Bisnis.com, JAKARTA – Presiden Joko Widodo (Jokowi) mengambil langkah pembebasan bea masuk impor beras sebagai upaya pengadaan pangan dalam negeri dan menekan harga komoditas pangan penyumbang inflasi tersebut.
Hal tersebut diungkapkan oleh Menteri Koordinator bidang Perekonomian Airlangga Hartarto usai menghadiri rapat terbatas atau ratas di Istana Kepresidenan Jakarta, Senin (6/11/2023).
“Tadi dibahas terkait dengan insentif yang diberikan, utamanya pembebasan bea masuk beras,” ujarnya.
Nantinya, bea masuk impor beras yang perlu dibayar oleh Badan Pangan Nasional (Bapanas), selaku badan yang mendapatkan mandat, akan ditanggung pemerintah (DTP).
“Pembebasan bea masuk spesifik Rp450 per kilogram. Kami akan lakukan insentif berupa bea masuk ditanggung pemerintah,” tambahnya.

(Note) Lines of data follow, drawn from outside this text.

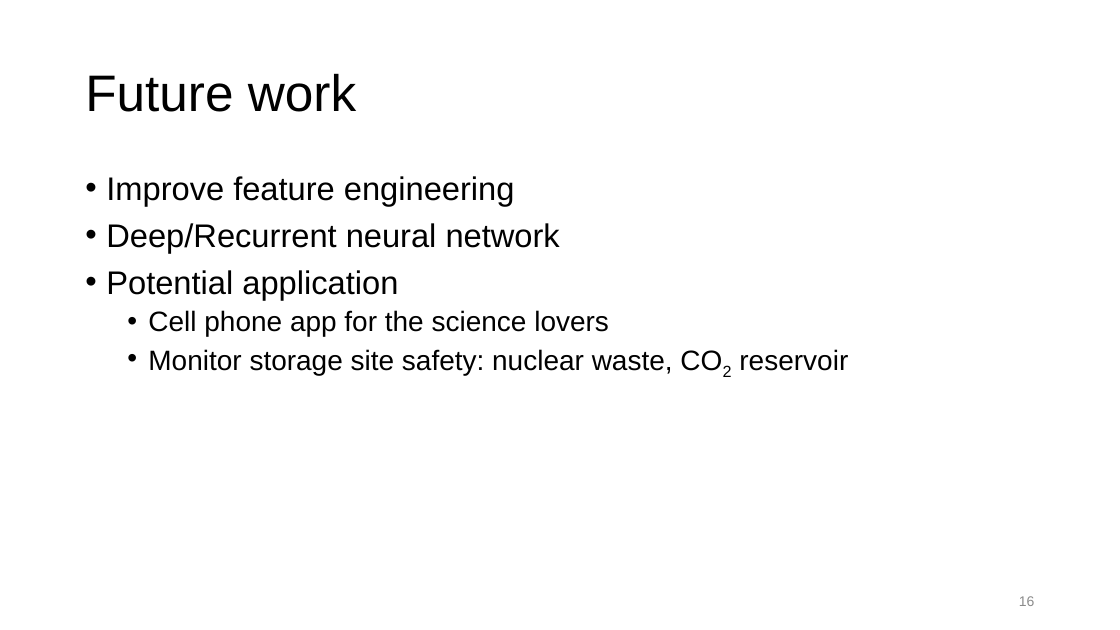
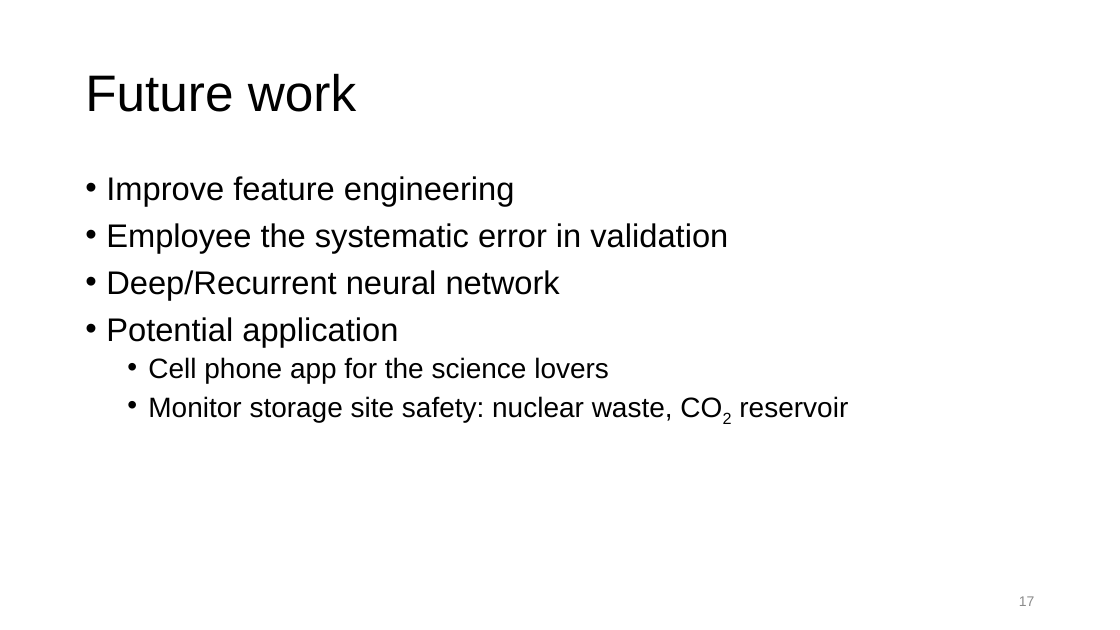
Before and after one commit to qq7933086/Laboratory_earthquake_time_prediction, a slide deck: slide 17 of Capstone_presentation_Laboratory Earthquake Prediction.pptx (slide 16 before the commit). Drawn at 1120x630 pixels with LibreOffice and Linux fonts; fonts in the diff are those of the drawing. Boxes give left, top, right and bottom in pixels: in the first picture for what was removed or moved away, otherwise in the second. Text is boxed around its words. In the diff, an @@ line names an element or a change of style, - is before the commit and + after.

```diff
--- a/Capstone_presentation_Laboratory Earthquake Prediction.pptx
+++ b/Capstone_presentation_Laboratory Earthquake Prediction.pptx
@@ text at (106, 223, 728, 253): paragraph added @@
+• Employee the systematic error in validation
@@ page number at (1019, 596, 1035, 606): text changed @@
-16
+17
```
Also in this commit, not shown: 4 other slides changed, 1 slide added, 2 other files.

Sebagaimana diketahui, Jokowi pun telah melakukan penambahan impor beras sebanyak 1,5 juta ton untuk menjaga stok Perusahaa Umum Badan Usaha Logistik (Perum Bulog) tetap di atas 1,5 juta ton.
Baca Juga
Pada kesempatan berbeda, Menteri Keuangan Sri Mulyani Indrawati menyatakan bahwa dalam skema bea masuk DTP, Bapanas akan tetap membayar bea masuk impor beras.
Namun, nantinya besaran bea masuk yang dibayar tersebut akan digantikan oleh pemerintah menggunakan Anggaran Pendapatan dan Belanja Negara (APBN).
“[Bea masuk] dicover saja melalui DTP, jadi Bapanas bisa mengklaim ke kami. Bea masuk tetap dibayar, tapi nanti dibayar kembali pakai APBN,” ujarnya kepada awak media di Gedung Kementerian Koordinator bidang Perekonomian, Senin (6/11/2023).
Adapun, saat ini Perum Bulog memiliki stok sebanyak 1.442.945 ton per per 2 November 2023. Saat ini, stok itu pun diperlukan dalam penyaluran bantuan pangan berupa beras hingga Desember.
Sementara penyaluran bantuan pangan pada September telah mencapai 94,95% dan Oktober 94,89%, dan November 18,45%.
Perum Bulog pun masih membutuhkan tambahan anggaran Rp19,1 triliun, dengan rincian untuk tahap pertama sejumlah Rp7,9 triliun, kemudian tahap kedua Rp8,4 triliun, dan ada tambahan terkait distribusi senilai Rp2,8 triliun.